Task input ▸
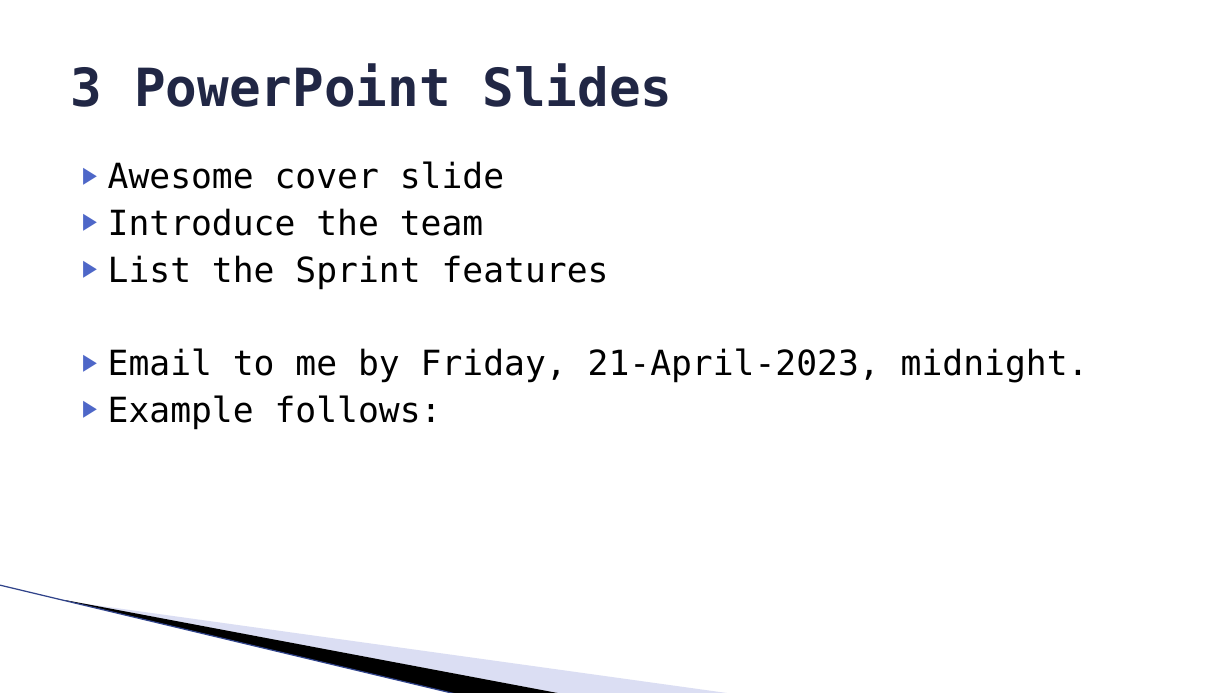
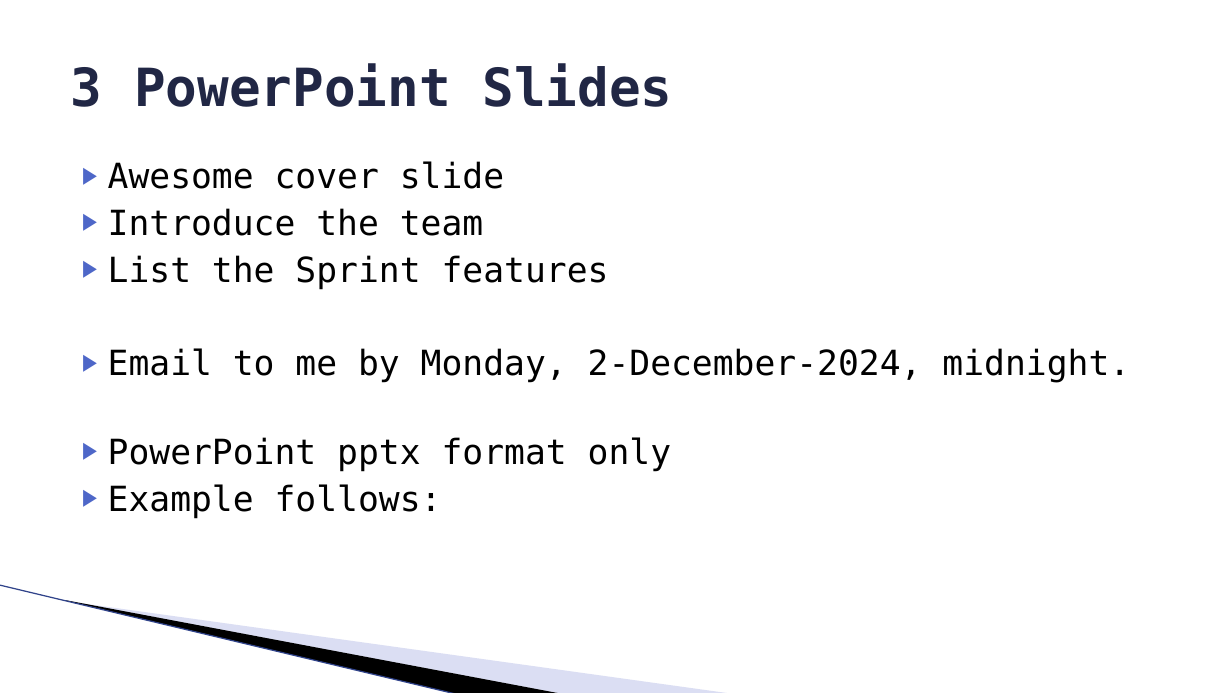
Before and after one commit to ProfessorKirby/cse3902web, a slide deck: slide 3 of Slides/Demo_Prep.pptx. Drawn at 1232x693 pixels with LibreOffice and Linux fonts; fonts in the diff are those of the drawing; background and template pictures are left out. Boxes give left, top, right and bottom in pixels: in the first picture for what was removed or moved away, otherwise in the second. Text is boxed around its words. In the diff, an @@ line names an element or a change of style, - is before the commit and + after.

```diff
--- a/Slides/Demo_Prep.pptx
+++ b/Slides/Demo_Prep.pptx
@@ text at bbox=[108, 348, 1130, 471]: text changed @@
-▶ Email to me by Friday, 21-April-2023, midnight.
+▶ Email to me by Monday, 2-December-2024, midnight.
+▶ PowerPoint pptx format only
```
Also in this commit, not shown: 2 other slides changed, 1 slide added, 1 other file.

* * *

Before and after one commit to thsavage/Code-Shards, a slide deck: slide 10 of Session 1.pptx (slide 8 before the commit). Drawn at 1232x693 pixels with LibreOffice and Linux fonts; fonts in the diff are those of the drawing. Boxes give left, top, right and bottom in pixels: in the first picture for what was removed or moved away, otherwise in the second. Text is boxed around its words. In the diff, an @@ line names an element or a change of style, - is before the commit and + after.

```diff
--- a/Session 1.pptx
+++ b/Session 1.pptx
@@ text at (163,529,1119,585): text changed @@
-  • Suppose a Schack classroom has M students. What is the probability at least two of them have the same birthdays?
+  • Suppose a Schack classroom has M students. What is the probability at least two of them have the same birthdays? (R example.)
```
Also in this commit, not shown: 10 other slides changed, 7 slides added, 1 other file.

Description of the task ▸ Exact duplication is required for the lines above, from the line that contains "Before and after one commit to ProfessorKirby/cse3902web, a" to the line that contains "Also in this commit, not shown: 2", inclusive; omit all others.

Solution ▸
Before and after one commit to ProfessorKirby/cse3902web, a slide deck: slide 3 of Slides/Demo_Prep.pptx. Drawn at 1232x693 pixels with LibreOffice and Linux fonts; fonts in the diff are those of the drawing; background and template pictures are left out. Boxes give left, top, right and bottom in pixels: in the first picture for what was removed or moved away, otherwise in the second. Text is boxed around its words. In the diff, an @@ line names an element or a change of style, - is before the commit and + after.

```diff
--- a/Slides/Demo_Prep.pptx
+++ b/Slides/Demo_Prep.pptx
@@ text at bbox=[108, 348, 1130, 471]: text changed @@
-▶ Email to me by Friday, 21-April-2023, midnight.
+▶ Email to me by Monday, 2-December-2024, midnight.
+▶ PowerPoint pptx format only
```
Also in this commit, not shown: 2 other slides changed, 1 slide added, 1 other file.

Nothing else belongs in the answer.